Pavel Panchekha


Share under CC-BY-SA.

Affine Arithmetic and Error Taylor Series

I've been thinking recently about the differences between affine arithmetic and error Taylor series. In both, an expression is represented as 1) the answer, plus 2) a number of error terms. But in my experience, tools based on affine arithmetic are less precise than those based on error Taylor series. What gives? And how are the two analyses related?

In affine arithmetic, the true answer is modeled as the computed answer plus a series of errors, each of which are a symbolic epsilon times a real coefficient. In error Taylor series, the computed answer is modeled as the true answer plus a series of errors, each of which are a symbolic epsilon times an expression coefficient.

Besides the different perspectives on modeling the true or computed answer (which really just switches the sign of the error terms), the main difference so far looks like using real or symbolic coefficients. However, I think this difference is pretty superficial. The most prominent uses of error Taylor series use global nonlinear optimization to search for the highest-error points, but in principle error Taylor series are perfectly usable for a specific input value the way that affine arithmetic is typically used. And since error Taylor series are just computing a derivative, there's nothing stopping you from implementing them with automated differentiation, so that you don't need to carry around symbolic expressions.

In affine arithmetic, linear operations are easy but non-linear operations like multiplication or sin are complicated. For example, if you know that x = 1 ± .01₁, to compute sin(x) you need to make a series of steps. First, you approximate sin(x) with a linear function around the constant term in x; for sin(x) this is roughly .84 + .54 (x - 1). Applying this approximation gets us sin(x) = .84 ± .0054₁. But then, because our approximation wasn't quite correct, we also need to account for that error by considering the maximum value of sin(x) - (.84 + .54 (x - 1)) over the interval [.99, 1.01], which is about .00147. So we add that as another source of error, and our final answer is sin(x) = .84 ± .0054₁ ± .00147₂.

Something similar happens in error Taylor series. As before, the constant term is the computation on the central point, and the error term coefficients are computed via derivatives, which is another way of saying they are based on linear approximations.
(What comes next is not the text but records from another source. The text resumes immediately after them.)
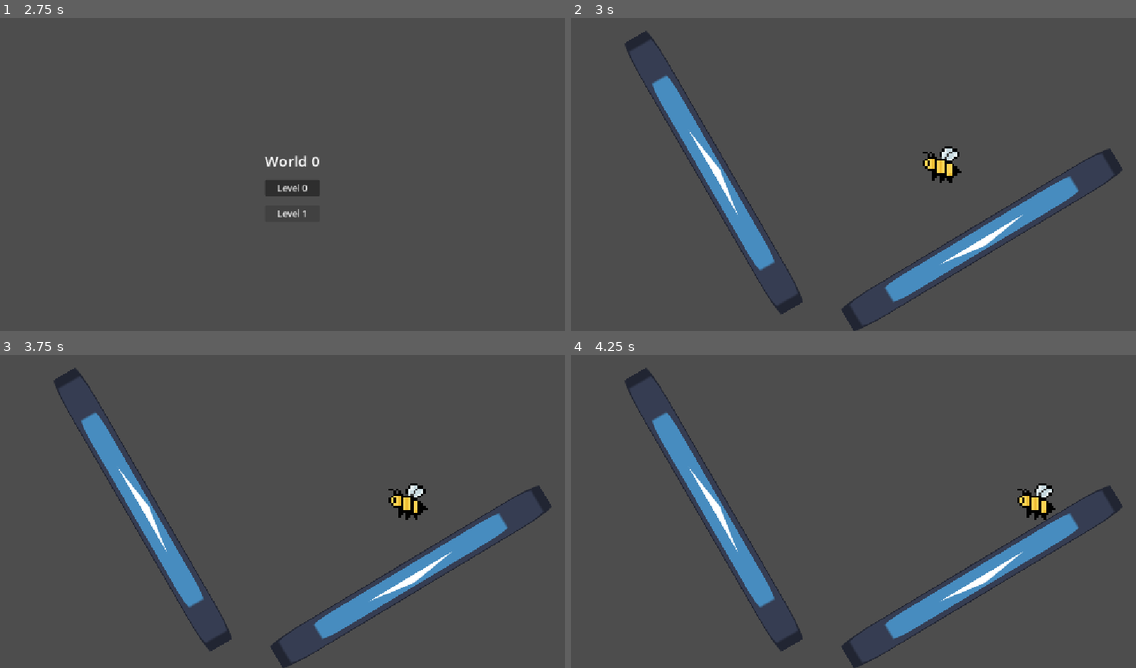
Above: before the commit, frames 1-4 (two rows, left to right).
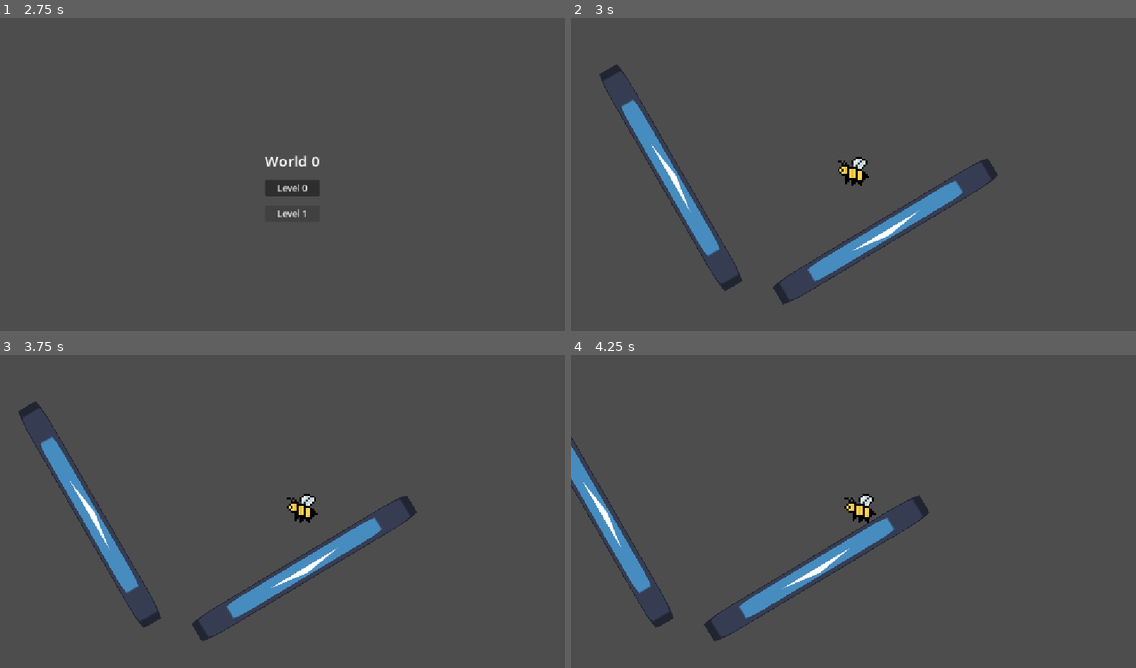
Above: after the commit, the same moments.

Repository: futurefleagames-lab/bee-line
Game: Godot game, scene res://menus/main_menu.tscn
The game is run twice, just before and just after one commit, with the same random seed, the same clock (stepped at 60 frames per second) and the same inputs. The engine's default icon, where the game draws it, is replaced by a stand-in: a white triangle on a blue panel in a dark square.
Inputs:
- Up to frame 1 (2.75 s): click "PLAY" at 0.5 s; click "Level 1" at 1.25 s; click "Level 1" at 2 s
- Up to frame 2 (3 s): click "Level 0" at 2.75 s
- Up to frame 3 (3.75 s): hold D (right) from 3.53 s (still down); tap Space (dash) at 3.6 s
- Up to frame 4 (4.25 s): keep holding D (right)

Frame 1 is identical in both runs. In frame 2, 11% of the frame differs, in the area x 5-98%, y 4-100%; in frame 3, 11%; in frame 4, 11%.

Commit message:
Player camera

Diff:
--- a/project.godot
+++ b/project.godot
@@ -58,18 +58,6 @@
 , Object(InputEventJoypadButton,"resource_local_to_scene":false,"resource_name":"","device":-1,"button_index":1,"pressure":0.0,"pressed":false,"script":null)
 ]
 }
-reset={
-"deadzone": 0.2,
-"events": [Object(InputEventKey,"resource_local_to_scene":false,"resource_name":"","device":-1,"window_id":0,"alt_pressed":false,"shift_pressed":false,"ctrl_pressed":false,"meta_pressed":false,"pressed":false,"keycode":0,"physical_keycode":82,"key_label":0,"unicode":114,"location":0,"echo":false,"script":null)
-, Object(InputEventJoypadButton,"resource_local_to_scene":false,"resource_name":"","device":-1,"button_index":4,"pressure":0.0,"pressed":false,"script":null)
-]
-}
-dash={
-"deadzone": 0.2,
-"events": [Object(InputEventKey,"resource_local_to_scene":false,"resource_name":"","device":-1,"window_id":0,"alt_pressed":false,"shift_pressed":false,"ctrl_pressed":false,"meta_pressed":false,"pressed":false,"keycode":0,"physical_keycode":32,"key_label":0,"unicode":32,"location":0,"echo":false,"script":null)
-, Object(InputEventJoypadButton,"resource_local_to_scene":false,"resource_name":"","device":-1,"button_index":1,"pressure":0.0,"pressed":false,"script":null)
-]
-}
 
 [physics]
 
--- a/scenes/bee.tscn
+++ b/scenes/bee.tscn
@@ -41,3 +41,7 @@
 
 [node name="CollisionShape2D" type="CollisionShape2D" parent="." unique_id=418103863]
 shape = SubResource("CircleShape2D_idvct")
+
+[node name="Camera2D" type="Camera2D" parent="." unique_id=1099290125]
+zoom = Vector2(0.4, 0.4)
+position_smoothing_enabled = true

Plus, error Taylor series also account for second-order error, so there's something similar to that last "new error term" step.
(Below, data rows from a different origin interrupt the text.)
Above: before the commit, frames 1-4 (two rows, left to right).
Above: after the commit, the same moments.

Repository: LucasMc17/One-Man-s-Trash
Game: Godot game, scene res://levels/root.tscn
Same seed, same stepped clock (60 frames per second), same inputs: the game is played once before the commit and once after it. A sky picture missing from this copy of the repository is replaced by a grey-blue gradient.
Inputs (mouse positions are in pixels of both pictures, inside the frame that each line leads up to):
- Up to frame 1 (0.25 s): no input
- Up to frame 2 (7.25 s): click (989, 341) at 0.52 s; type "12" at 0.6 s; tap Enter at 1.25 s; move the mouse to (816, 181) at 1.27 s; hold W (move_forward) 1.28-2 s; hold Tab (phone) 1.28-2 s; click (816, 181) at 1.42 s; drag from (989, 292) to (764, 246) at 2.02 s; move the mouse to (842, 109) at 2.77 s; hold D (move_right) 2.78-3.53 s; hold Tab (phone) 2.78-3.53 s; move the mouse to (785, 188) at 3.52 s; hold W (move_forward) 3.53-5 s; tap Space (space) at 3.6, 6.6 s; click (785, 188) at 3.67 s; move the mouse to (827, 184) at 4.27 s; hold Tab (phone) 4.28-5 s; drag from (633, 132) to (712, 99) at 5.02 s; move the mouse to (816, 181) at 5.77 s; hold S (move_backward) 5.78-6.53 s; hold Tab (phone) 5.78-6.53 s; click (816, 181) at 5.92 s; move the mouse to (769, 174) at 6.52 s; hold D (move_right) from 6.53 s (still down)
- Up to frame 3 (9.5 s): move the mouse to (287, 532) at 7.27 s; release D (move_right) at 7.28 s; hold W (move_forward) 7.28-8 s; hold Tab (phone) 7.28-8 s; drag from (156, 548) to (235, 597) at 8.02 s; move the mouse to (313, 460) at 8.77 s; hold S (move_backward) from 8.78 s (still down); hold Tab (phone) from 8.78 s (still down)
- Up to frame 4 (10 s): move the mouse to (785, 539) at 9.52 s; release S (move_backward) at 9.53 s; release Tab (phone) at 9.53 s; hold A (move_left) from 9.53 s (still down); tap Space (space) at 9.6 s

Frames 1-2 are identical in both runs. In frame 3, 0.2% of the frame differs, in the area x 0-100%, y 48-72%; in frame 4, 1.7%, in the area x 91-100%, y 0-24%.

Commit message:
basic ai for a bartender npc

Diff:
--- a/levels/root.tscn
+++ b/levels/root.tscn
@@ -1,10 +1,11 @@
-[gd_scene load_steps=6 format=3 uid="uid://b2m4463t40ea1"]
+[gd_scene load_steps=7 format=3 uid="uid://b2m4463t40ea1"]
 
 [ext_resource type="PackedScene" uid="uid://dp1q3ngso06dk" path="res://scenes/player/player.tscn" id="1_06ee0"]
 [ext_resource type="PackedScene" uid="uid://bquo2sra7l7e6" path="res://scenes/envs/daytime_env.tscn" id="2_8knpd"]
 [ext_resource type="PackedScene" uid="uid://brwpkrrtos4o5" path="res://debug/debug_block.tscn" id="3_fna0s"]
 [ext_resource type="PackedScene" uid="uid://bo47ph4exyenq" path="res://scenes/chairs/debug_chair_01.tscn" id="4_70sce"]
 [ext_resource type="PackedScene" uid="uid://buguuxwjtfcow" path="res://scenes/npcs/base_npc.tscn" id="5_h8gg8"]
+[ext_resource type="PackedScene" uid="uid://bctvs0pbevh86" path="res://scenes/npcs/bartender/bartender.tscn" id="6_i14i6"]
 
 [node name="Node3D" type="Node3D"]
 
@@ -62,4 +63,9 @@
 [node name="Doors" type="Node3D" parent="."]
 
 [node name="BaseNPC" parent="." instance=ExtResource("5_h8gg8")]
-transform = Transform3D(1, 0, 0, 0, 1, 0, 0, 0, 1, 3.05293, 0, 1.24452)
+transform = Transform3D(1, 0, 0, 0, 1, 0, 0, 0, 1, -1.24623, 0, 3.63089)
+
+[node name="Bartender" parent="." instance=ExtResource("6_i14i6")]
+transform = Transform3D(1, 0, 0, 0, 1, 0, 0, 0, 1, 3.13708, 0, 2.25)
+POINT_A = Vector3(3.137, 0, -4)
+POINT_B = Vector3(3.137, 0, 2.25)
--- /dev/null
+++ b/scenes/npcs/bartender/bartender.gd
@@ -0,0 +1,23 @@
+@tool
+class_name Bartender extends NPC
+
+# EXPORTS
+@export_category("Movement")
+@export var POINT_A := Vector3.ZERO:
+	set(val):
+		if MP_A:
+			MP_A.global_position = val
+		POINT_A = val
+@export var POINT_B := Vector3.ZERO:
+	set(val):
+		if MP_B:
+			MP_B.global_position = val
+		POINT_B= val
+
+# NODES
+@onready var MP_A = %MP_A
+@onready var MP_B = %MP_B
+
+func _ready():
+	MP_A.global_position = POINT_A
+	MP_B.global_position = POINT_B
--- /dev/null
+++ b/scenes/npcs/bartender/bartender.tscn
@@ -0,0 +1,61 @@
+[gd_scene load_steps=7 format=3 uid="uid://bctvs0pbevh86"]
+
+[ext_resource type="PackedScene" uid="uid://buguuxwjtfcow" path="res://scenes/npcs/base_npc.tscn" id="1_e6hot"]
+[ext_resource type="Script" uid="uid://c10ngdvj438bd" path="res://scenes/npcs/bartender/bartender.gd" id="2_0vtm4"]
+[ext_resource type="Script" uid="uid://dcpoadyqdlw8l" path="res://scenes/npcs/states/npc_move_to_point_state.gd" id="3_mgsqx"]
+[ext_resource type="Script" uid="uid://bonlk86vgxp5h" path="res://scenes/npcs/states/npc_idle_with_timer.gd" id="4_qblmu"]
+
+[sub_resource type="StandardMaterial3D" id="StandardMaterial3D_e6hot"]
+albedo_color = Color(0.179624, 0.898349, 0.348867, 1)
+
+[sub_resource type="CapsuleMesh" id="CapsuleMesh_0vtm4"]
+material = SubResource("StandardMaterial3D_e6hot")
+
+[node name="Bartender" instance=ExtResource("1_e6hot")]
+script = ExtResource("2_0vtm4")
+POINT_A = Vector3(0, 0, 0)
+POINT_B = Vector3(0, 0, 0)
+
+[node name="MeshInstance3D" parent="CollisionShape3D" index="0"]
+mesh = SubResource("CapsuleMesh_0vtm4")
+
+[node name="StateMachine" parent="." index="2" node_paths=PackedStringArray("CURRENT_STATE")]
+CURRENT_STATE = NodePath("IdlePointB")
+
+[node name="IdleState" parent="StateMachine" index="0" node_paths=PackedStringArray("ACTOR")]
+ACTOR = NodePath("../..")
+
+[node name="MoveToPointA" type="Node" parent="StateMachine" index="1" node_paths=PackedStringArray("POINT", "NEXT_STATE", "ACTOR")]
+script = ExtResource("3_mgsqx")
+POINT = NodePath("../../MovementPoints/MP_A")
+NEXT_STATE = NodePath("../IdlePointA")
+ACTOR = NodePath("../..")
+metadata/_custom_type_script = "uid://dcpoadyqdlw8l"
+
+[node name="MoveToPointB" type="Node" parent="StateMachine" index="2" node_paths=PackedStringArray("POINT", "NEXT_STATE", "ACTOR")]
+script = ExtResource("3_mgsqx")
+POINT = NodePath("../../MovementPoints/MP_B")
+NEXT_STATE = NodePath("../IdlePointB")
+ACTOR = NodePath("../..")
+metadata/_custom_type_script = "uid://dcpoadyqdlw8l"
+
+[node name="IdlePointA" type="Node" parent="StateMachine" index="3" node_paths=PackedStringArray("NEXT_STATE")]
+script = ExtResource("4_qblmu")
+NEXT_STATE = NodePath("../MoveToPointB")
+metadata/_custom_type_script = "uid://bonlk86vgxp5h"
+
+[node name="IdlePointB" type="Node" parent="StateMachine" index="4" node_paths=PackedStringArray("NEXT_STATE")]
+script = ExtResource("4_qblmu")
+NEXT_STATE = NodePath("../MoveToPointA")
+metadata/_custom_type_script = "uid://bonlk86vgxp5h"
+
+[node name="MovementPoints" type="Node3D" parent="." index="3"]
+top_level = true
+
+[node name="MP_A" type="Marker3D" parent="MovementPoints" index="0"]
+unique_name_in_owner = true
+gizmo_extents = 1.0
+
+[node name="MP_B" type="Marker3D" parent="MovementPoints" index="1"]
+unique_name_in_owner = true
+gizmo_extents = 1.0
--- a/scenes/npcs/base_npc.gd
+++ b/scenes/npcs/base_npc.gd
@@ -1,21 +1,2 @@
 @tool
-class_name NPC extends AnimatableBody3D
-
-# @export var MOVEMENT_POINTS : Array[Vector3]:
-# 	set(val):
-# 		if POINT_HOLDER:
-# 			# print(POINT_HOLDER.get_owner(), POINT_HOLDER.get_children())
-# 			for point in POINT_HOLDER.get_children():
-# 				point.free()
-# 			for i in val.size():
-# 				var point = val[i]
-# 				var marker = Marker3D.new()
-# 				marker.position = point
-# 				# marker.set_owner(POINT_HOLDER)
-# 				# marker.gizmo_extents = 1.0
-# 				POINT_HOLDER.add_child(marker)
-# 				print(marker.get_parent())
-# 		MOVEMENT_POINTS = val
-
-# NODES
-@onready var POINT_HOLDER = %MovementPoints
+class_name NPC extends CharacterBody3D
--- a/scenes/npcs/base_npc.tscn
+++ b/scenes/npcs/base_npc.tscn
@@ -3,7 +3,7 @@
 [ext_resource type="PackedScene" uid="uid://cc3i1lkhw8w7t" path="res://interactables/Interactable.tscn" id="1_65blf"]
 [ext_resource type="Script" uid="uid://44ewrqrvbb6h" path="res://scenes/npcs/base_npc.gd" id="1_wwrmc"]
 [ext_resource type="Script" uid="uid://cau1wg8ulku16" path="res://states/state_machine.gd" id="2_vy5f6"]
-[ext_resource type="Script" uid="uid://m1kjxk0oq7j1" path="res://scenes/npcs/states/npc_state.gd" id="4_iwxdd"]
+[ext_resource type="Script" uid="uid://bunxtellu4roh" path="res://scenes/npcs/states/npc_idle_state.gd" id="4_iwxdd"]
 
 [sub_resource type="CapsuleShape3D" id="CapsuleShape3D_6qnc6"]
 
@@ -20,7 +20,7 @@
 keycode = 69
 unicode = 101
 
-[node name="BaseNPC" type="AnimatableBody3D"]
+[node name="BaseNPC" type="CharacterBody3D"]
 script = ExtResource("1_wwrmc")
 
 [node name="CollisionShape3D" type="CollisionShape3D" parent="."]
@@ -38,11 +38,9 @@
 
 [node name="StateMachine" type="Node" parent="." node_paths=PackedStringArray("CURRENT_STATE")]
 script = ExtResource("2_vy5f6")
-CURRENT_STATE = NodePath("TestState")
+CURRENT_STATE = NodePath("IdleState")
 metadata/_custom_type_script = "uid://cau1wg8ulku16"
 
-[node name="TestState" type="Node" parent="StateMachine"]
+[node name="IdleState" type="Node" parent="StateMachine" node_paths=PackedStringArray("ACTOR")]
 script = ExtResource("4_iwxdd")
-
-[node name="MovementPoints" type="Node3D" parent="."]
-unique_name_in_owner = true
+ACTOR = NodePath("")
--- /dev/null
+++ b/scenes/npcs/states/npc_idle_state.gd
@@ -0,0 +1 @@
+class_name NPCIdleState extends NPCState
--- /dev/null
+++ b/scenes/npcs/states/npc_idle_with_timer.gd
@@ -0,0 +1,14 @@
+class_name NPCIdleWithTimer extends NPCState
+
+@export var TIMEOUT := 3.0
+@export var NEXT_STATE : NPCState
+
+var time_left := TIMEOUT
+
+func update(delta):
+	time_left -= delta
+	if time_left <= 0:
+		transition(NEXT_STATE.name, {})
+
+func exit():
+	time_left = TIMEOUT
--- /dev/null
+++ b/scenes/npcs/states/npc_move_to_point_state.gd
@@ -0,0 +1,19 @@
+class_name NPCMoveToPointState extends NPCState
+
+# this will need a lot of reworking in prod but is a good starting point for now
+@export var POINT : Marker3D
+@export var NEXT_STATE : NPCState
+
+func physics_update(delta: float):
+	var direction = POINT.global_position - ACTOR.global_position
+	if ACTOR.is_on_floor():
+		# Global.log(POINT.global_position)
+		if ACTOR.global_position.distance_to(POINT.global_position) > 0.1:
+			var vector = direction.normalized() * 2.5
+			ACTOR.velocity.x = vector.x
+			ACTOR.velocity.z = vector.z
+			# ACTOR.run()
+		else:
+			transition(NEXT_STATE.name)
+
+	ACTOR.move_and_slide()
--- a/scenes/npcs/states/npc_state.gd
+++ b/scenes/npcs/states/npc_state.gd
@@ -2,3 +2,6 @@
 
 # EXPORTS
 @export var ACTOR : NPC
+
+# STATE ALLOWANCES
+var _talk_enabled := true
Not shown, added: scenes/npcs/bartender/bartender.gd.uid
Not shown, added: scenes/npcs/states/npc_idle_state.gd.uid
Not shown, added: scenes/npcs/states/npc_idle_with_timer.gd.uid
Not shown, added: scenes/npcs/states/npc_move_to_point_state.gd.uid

Now, one difference between error Taylor series and affine arithmetic is precisely in this handling of the second-order error. In short, an error Taylor series models the second-order error via the second derivative, which can over-approximate compared to exactly computing the maximum as affine arithmetic does. On the other hand, error Taylor series compute the second-order error at the end of the computation, which allows some cancellation of errors in opposite directions, while affine arithmetic does it per-operation, which is more pessimistic. So there are differences in both directions, but I don't think they're super important, because generally speaking second-order error is just not very important, so much so that many applications of error Taylor series and affine arithmetic just ignore it.

So if error Taylor series and affine arithmetic are so similar, why do they get different results? I think the key question is about how you generalize either technique to multiple inputs. Typically each input to a computation will have a range of possible values. Affine arithmetic tools typically model this as an interval and propogate it through the computation via interval arithmetic. On the other hand, error Taylor series treat this symbolically and eventually use a stronger technique like global non-linear optimization. I suspect that this is the major difference: global non-linear optimization is just a much more powerful technique. In many cases, affine arithmetic tools use interval subdivision (breaking the input interval into many subintervals, and computing the worst error across them). If this subdivision were done via a branch-and-bound search, I expect they would basically get the same results global optimization tools like Gelpia.